Depending on how long you've had her can determine when to start a class.


----------



## msvette2u (Mar 20, 2006)

I would recommend starting a two week shut down immediately. Once that's done you can start w/training, etc. 


"I introduced her to 15 people" " he was a bit leery but seems to like my other 3 dogs" 
"she went everywhere with me " 
All in the first few days of the new home..... (!!!) 

Two weeks later we read 
“I think we will have to rehome the new dog" "the new dog barked and nipped at my kid" 
"we had a dog fight"

Ok, folks, here it comes; some feel this is extreme, why? I really do not know. 
But when bringing in a new dog, post finding, adoption, buying, etc, Give it time to adjust to you 
your family and the dogs in the new environment. 

TWO WEEKS - "shut down" 
For the first two weeks, (sometimes even longer) a dog takes in the new environment, who is the top 
persons, dogs, who ARE these people!
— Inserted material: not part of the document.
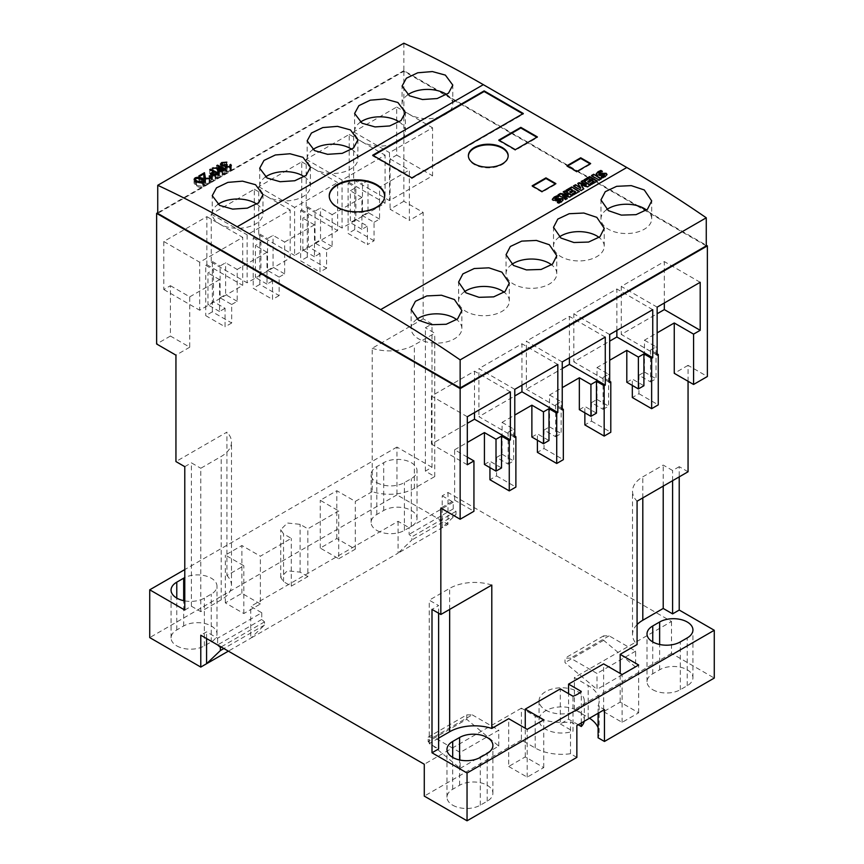 <?xml version="1.0" encoding="UTF-8"?>
<svg xmlns="http://www.w3.org/2000/svg" width="864" height="864" viewBox="0 0 864 864"><rect width="100%" height="100%" fill="white"/><g stroke="black" fill="none" stroke-linecap="round" stroke-linejoin="round"><path stroke-width="0.65" stroke-dasharray="4.32 3.24" d="M446.699 94.532A25.358 14.645 180 0 1 452.801 104.047A25.358 14.645 180 0 1 437.141 117.58A25.358 14.645 180 0 1 409.504 114.404A25.358 14.645 180 0 1 402.073 104.047A25.358 14.645 180 0 1 407.776 94.802M399.244 121.932A25.358 14.645 180 0 1 405.346 131.447A25.358 14.645 180 0 1 389.686 144.979A25.358 14.645 180 0 1 362.038 141.804A25.358 14.645 180 0 1 354.618 131.447A25.358 14.645 180 0 1 360.32 122.202M351.788 149.332A25.358 14.645 180 0 1 357.88 158.846A25.358 14.645 180 0 1 342.22 172.379A25.358 14.645 180 0 1 314.582 169.204A25.358 14.645 180 0 1 307.152 158.846A25.358 14.645 180 0 1 312.865 149.602M304.322 176.731A25.358 14.645 180 0 1 310.424 186.246A25.358 14.645 180 0 1 294.764 199.778A25.358 14.645 180 0 1 267.127 196.603A25.358 14.645 180 0 1 259.697 186.246A25.358 14.645 180 0 1 265.399 177.001M256.867 204.131A25.358 14.645 180 0 1 262.969 213.646A25.358 14.645 180 0 1 247.309 227.178A25.358 14.645 180 0 1 219.672 224.003A25.358 14.645 180 0 1 212.242 213.646A25.358 14.645 180 0 1 217.944 204.401M329.249 196.182A27.702 15.995 0 0 0 329.238 196.495A27.702 15.995 0 0 0 337.36 207.814A27.702 15.995 0 0 0 367.546 211.28A27.702 15.995 0 0 0 384.653 196.495A27.702 15.995 0 0 0 384.642 196.182M468.396 156.038A19.904 11.491 0 0 0 468.385 156.352A19.904 11.491 0 0 0 474.217 164.484A19.904 11.491 0 0 0 495.904 166.968A19.904 11.491 0 0 0 508.183 156.352A19.904 11.491 0 0 0 508.172 156.038M606.776 209.563A25.358 14.645 0 0 0 600.966 218.884A25.358 14.645 0 0 0 608.396 229.241A25.358 14.645 0 0 0 636.034 232.416A25.358 14.645 0 0 0 651.694 218.884A25.358 14.645 0 0 0 646.553 210.049M559.31 236.963A25.358 14.645 0 0 0 553.511 246.283A25.358 14.645 0 0 0 560.941 256.64A25.358 14.645 0 0 0 588.578 259.816A25.358 14.645 0 0 0 604.238 246.283A25.358 14.645 0 0 0 599.098 237.449M511.855 264.362A25.358 14.645 0 0 0 506.056 273.683A25.358 14.645 0 0 0 513.486 284.04A25.358 14.645 0 0 0 541.123 287.215A25.358 14.645 0 0 0 556.783 273.683A25.358 14.645 0 0 0 551.642 264.848M464.4 291.762A25.358 14.645 0 0 0 458.59 301.082A25.358 14.645 0 0 0 466.02 311.44A25.358 14.645 0 0 0 493.668 314.615A25.358 14.645 0 0 0 509.317 301.082A25.358 14.645 0 0 0 504.187 292.248M416.945 319.162A25.358 14.645 0 0 0 411.134 328.482A25.358 14.645 0 0 0 418.565 338.839A25.358 14.645 0 0 0 446.202 342.014A25.358 14.645 0 0 0 461.862 328.482A25.358 14.645 0 0 0 456.721 319.648M376.812 482.598A19.516 11.264 0 0 0 404.406 482.598L411.307 478.624A19.516 11.264 0 0 0 417.02 470.653A19.516 11.264 0 0 0 404.978 460.253A19.516 11.264 0 0 0 383.713 462.694L376.812 466.668A19.516 11.264 0 0 0 371.099 474.638A19.516 11.264 0 0 0 376.812 482.598M376.812 530.399A19.516 11.264 0 0 0 404.406 530.399L411.307 526.414A19.516 11.264 0 0 0 417.02 518.443A19.516 11.264 0 0 0 404.978 508.043A19.516 11.264 0 0 0 383.713 510.484L376.812 514.469A19.516 11.264 0 0 0 371.099 522.428A19.516 11.264 0 0 0 376.812 530.399M652.741 689.699A19.516 11.264 0 0 0 680.324 689.699L687.226 685.714A19.516 11.264 0 0 0 692.939 677.743A19.516 11.264 0 0 0 680.897 667.343A19.516 11.264 0 0 0 659.632 669.784L652.741 673.769A19.516 11.264 0 0 0 647.017 681.728A19.516 11.264 0 0 0 652.741 689.699M184.777 600.89A19.516 11.264 0 0 0 204.368 598.093L211.259 594.119A19.516 11.264 0 0 0 216.983 586.148A19.516 11.264 0 0 0 205.621 575.921A19.516 11.264 0 0 0 184.777 577.595M176.774 645.883A19.516 11.264 0 0 0 204.368 645.883L211.259 641.909A19.516 11.264 0 0 0 216.983 633.938A19.516 11.264 0 0 0 204.93 623.538A19.516 11.264 0 0 0 183.676 625.979L176.774 629.953A19.516 11.264 0 0 0 171.061 637.924A19.516 11.264 0 0 0 176.774 645.883M452.693 805.183A19.516 11.264 0 0 0 480.287 805.183L487.188 801.209A19.516 11.264 0 0 0 492.901 793.238A19.516 11.264 0 0 0 480.859 782.838A19.516 11.264 0 0 0 459.594 785.279L452.693 789.253A19.516 11.264 0 0 0 446.98 797.224A19.516 11.264 0 0 0 452.693 805.183M545.681 710.089A22.637 13.068 0 0 0 573.005 712.163A22.637 13.068 0 0 0 581.278 707.378A22.637 13.068 0 0 0 584.312 700.844A22.637 13.068 0 0 0 577.681 691.61A22.637 13.068 0 0 0 553.025 688.77A22.637 13.068 0 0 0 539.05 700.844A22.637 13.068 0 0 0 545.681 710.089M584.194 721.3A22.637 13.068 0 0 0 584.312 719.96A22.637 13.068 0 0 0 577.681 710.726A22.637 13.068 0 0 0 553.025 707.886A22.637 13.068 0 0 0 539.05 719.96A22.637 13.068 0 0 0 545.681 729.205A22.637 13.068 0 0 0 573.005 731.279L573.005 696.233M442.206 495.828L453.244 502.2L453.244 508.885L456.008 511.337L456.008 514.523L442.206 527.688L442.206 495.828L448.006 492.48L671.501 621.518L574.376 677.592L588.168 685.552A37.465 21.632 0 0 1 599.141 700.844A37.465 21.632 0 0 1 598.093 705.931L604.454 709.603M576.86 757.393L570.499 753.721A37.465 21.632 180 0 1 535.194 747.997L521.402 740.038L521.402 708.178L535.194 716.137A37.465 21.632 0 0 0 570.499 721.861L576.86 725.533M521.402 708.178L424.278 764.251M453.244 502.2L409.104 527.688L398.066 521.316L250.722 606.377L261.76 612.749L217.609 638.237L206.572 631.865L200.783 635.213M423.166 318.838L372.2 348.268L372.2 491.638A35.122 20.272 0 0 0 414.342 488.333L434.754 476.55L425.38 471.128L432 467.305L432 323.935L423.166 318.838L423.166 212.425L403.855 201.269L403.855 70.643L706.266 245.236M688.057 381.283L688.057 365.353L707.368 376.51M688.057 471.766L679.223 466.668L679.223 476.863M671.501 621.518L671.501 653.378L714.269 678.067M448.006 492.48L448.006 524.34L398.066 553.176L411.858 540.011L411.858 536.825L409.104 534.373L409.104 527.688M432 467.305L396.954 447.077L396.954 494.867L448.006 524.34M261.76 612.749L261.76 619.445L264.514 621.886L264.514 625.072L250.722 638.237L228.366 651.143M264.514 625.072L223.862 648.54M508.702 766.476L527.191 777.146L543.748 767.588L525.258 756.918L508.702 766.476L508.702 718.686M521.402 740.038L424.278 796.111M460.145 768.388L498.776 746.086L466.765 719.323L428.134 741.625L460.145 768.388L460.145 752.458L433.652 737.165L428.134 737.165L428.134 741.625M466.765 719.323L466.765 714.863L428.134 737.165M466.765 714.863L472.284 714.863L433.652 737.165M472.284 714.863L498.776 730.156L460.145 752.458M498.776 746.086L498.776 730.156M261.76 619.445L217.609 644.933L217.609 638.237M264.514 621.886L221.108 646.952M688.057 365.353L674.255 373.324M657.148 353.884L650.527 350.06L650.527 381.92L638.939 375.235L638.939 393.714L632.318 397.537M638.939 393.714L658.26 404.86M609.692 381.283L603.072 377.46L603.072 409.32L591.484 402.635L591.484 421.114L584.863 424.937M591.484 421.114L610.794 432.259M562.237 408.683L555.617 404.86L555.617 436.72L544.028 430.034L544.028 448.513L537.397 452.336M544.028 448.513L563.339 459.659M514.782 436.082L508.151 432.259L508.151 464.119L496.562 457.434L496.562 475.913L489.942 479.736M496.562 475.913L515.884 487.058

By pushing a dog too fast and throwing too much at the dog we look like we are not the leaders and the dog can feel it MUST defend itself, as the leader is surely 
no one he has met so far! 
We coo, coddle, drag the dog to home to home to person to person, and the dog has NO idea who 
we are. 
As member Maryellen here said, "This is the dating period NOT the honeymoon" 
When you first met your "mate”, you were on your best behavior, you were not relaxed enough to be 
all of yourself, were you? Just think of the things you do physically once you get to KNOW a person, 
you wouldn’t run up to a stranger and hug them and squeeze them! 
Imagine, if on the first date, this new person, was all over you touching you and having their friends hug you 
and pat you on the head, and jostle your shoulders, then he whisked you off to another stranger’s home and 
they did the same thing. Would you think this person normal and SAFE? Wouldn’t you feel invaded and 
begin to get a bit snarky yourself? Wouldn’t you think to push these people away for obviously your date 
is out of their mind and they aren’t going to save you from these weirdos!! 
Yet we do this to our dogs, and then get upset or worried that they aren’t relaxed and accepting of EVERYTHING 
instantly! 

By shutting down the dog, it gives the dog TIME to see you, meet YOU, hear and take in the new sounds 
and smells of your home. 
I crate the dog in a room by itself if possible.(Believe me, dogs are sensory animals, they know more than you think without seeing it). 
I take it out on a leash (so I don’t have to correct it ..I don’t have that right yet!), I give it exercise time in the yard, 
I do no training at all, just fun exercise and maybe throw some toys for fun, leash the dog if you don’t have a fence outside. But I DO NOT leave my yard, AT ALL. 
No car rides, no other dogs, (unless crated beside them), no pet stores, no WALKS even, nothing but me, my home, my yard. (Unless of course the dog needs to go to the veterinarian) 
Believe me dogs can live two weeks without walks. Walks are stressful for there is so much coming at you! And the new person you have no clue who they are yet. The dog may react to something and we start correcting it with the leash and we just installed a VERY STRESSFUL moment to the dog! 
TEACH the dog by doing the shut down, that YOU are the one to look to, that you are now here for the dog! He can 
trust in you and look to you as its new leader!! 
In the house I have the dog out only for about 20 minutes post exercise/yard times. 
And, ALWAYS on a leash. 
Then PUT THE DOG AWAY. Let it absorb and think. 
I do not introduce the dogs for these two weeks, they can be side by side in the crates, (not nose to nose for they can feel defensive) . Some dogs will bond instantly with the other dogs if we don’t bond FIRST with the dog, and this can lead to some other issues, as the dog will look to the other dog(s) for guidance and not YOU! 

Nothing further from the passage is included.